Interfacing of Surface Functionalized Carbon Quantum Dots with Antiferroelectric Liquid Crystalline Molecules to Enhance Electro-Optical Characteristics

We have studied the effects of carbon quantum dots (CQDs) in a wide temperature range room-temperature antiferroelectric liquid crystal mixture. Multiple techniques, including Raman, UV–vis Fourier transform infrared spectroscopies, and high-resolution transmission electron microscopy (HRTEM), are used to characterize the synthesized CQDs. The HRTEM image indicates the quasi-spherical shape of CQDs of particle size 1.0–5.5 nm. Textural and switching characteristics of mixture W-287 and its nanocomposites (with CQDs) are investigated in the wide temperature range of the antiferroelectric chiral smectic C (SmC*_a) phase and the narrow range of the ferroelectric chiral smectic C (SmC*) phase. Observed textures and other switching characteristics were used to identify the appearance of different mesophases.

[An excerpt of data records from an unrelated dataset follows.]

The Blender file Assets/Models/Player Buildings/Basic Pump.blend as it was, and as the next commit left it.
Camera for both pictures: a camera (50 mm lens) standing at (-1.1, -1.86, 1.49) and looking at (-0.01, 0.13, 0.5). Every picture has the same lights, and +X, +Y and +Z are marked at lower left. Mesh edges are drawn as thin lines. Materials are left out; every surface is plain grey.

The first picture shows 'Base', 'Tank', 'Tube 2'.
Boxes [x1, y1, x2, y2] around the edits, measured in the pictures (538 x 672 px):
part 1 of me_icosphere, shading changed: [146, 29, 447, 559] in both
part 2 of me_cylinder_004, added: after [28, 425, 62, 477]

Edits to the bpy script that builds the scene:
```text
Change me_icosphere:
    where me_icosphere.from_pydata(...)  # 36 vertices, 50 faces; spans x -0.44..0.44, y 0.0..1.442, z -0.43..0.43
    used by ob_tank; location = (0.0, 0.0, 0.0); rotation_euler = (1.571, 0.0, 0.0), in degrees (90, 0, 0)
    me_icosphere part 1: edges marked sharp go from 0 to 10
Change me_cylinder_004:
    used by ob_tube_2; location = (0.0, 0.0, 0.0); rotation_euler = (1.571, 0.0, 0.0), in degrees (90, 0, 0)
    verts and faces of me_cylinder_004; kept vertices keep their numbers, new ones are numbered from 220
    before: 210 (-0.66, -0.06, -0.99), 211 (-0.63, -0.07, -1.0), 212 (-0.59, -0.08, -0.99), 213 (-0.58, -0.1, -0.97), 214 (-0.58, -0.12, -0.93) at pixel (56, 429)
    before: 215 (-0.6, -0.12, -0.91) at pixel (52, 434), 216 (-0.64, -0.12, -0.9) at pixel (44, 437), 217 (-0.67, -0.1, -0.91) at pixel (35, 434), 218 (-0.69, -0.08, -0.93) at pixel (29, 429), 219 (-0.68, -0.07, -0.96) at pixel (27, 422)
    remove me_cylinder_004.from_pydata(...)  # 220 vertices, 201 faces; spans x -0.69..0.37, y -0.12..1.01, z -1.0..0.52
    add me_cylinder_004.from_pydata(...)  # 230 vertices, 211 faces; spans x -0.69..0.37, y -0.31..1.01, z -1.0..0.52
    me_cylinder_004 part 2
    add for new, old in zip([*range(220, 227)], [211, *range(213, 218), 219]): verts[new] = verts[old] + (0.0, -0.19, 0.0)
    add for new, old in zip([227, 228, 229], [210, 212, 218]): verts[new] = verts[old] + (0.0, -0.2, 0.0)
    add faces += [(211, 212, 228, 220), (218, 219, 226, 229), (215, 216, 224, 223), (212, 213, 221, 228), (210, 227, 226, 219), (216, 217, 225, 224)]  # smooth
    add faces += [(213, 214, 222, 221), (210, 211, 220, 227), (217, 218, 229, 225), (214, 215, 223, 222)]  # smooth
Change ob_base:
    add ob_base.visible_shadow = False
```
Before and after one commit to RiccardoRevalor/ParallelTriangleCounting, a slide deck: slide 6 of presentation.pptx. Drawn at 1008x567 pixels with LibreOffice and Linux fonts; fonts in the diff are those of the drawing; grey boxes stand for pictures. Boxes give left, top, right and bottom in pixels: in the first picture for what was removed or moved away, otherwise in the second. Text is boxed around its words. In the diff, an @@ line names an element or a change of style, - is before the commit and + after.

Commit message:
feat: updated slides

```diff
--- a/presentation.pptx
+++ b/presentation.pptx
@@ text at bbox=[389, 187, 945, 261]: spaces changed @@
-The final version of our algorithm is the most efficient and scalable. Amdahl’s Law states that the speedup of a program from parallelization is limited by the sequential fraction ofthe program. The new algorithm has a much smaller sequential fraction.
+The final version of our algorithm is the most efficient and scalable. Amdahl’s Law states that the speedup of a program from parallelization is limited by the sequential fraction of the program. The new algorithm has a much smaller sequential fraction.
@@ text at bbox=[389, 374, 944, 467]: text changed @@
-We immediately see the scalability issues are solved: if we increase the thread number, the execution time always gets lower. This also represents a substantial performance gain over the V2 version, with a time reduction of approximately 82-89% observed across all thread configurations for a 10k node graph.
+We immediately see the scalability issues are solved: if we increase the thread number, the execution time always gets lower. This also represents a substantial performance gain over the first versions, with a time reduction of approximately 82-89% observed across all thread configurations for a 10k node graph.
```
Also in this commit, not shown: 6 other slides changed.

Compared to the pure W-287 AFLC mixture, a drastic increase in spontaneous polarization (329 to 706 nC/cm²), a substantial decrease of switching time (3 ms to 20 μs), rotational viscosity (49 to 7 mPa s), and anchoring energy coefficients for the composite systems were found for the SmC*_a phase in the present investigation. The observed changes are due to the enhanced dipolar ordering as a consequence of the sp³/sp² hybridization of CQDs, which forms an intense coupling in the liquid crystal matrix. This study signifies that the dispersed CQDs have effectively settled in the matrix of the present AFLC mixture without interfering with the hosts’ molecular ordering. These findings are useful for the potential applicability of composite systems for optical devices with a microsecond response.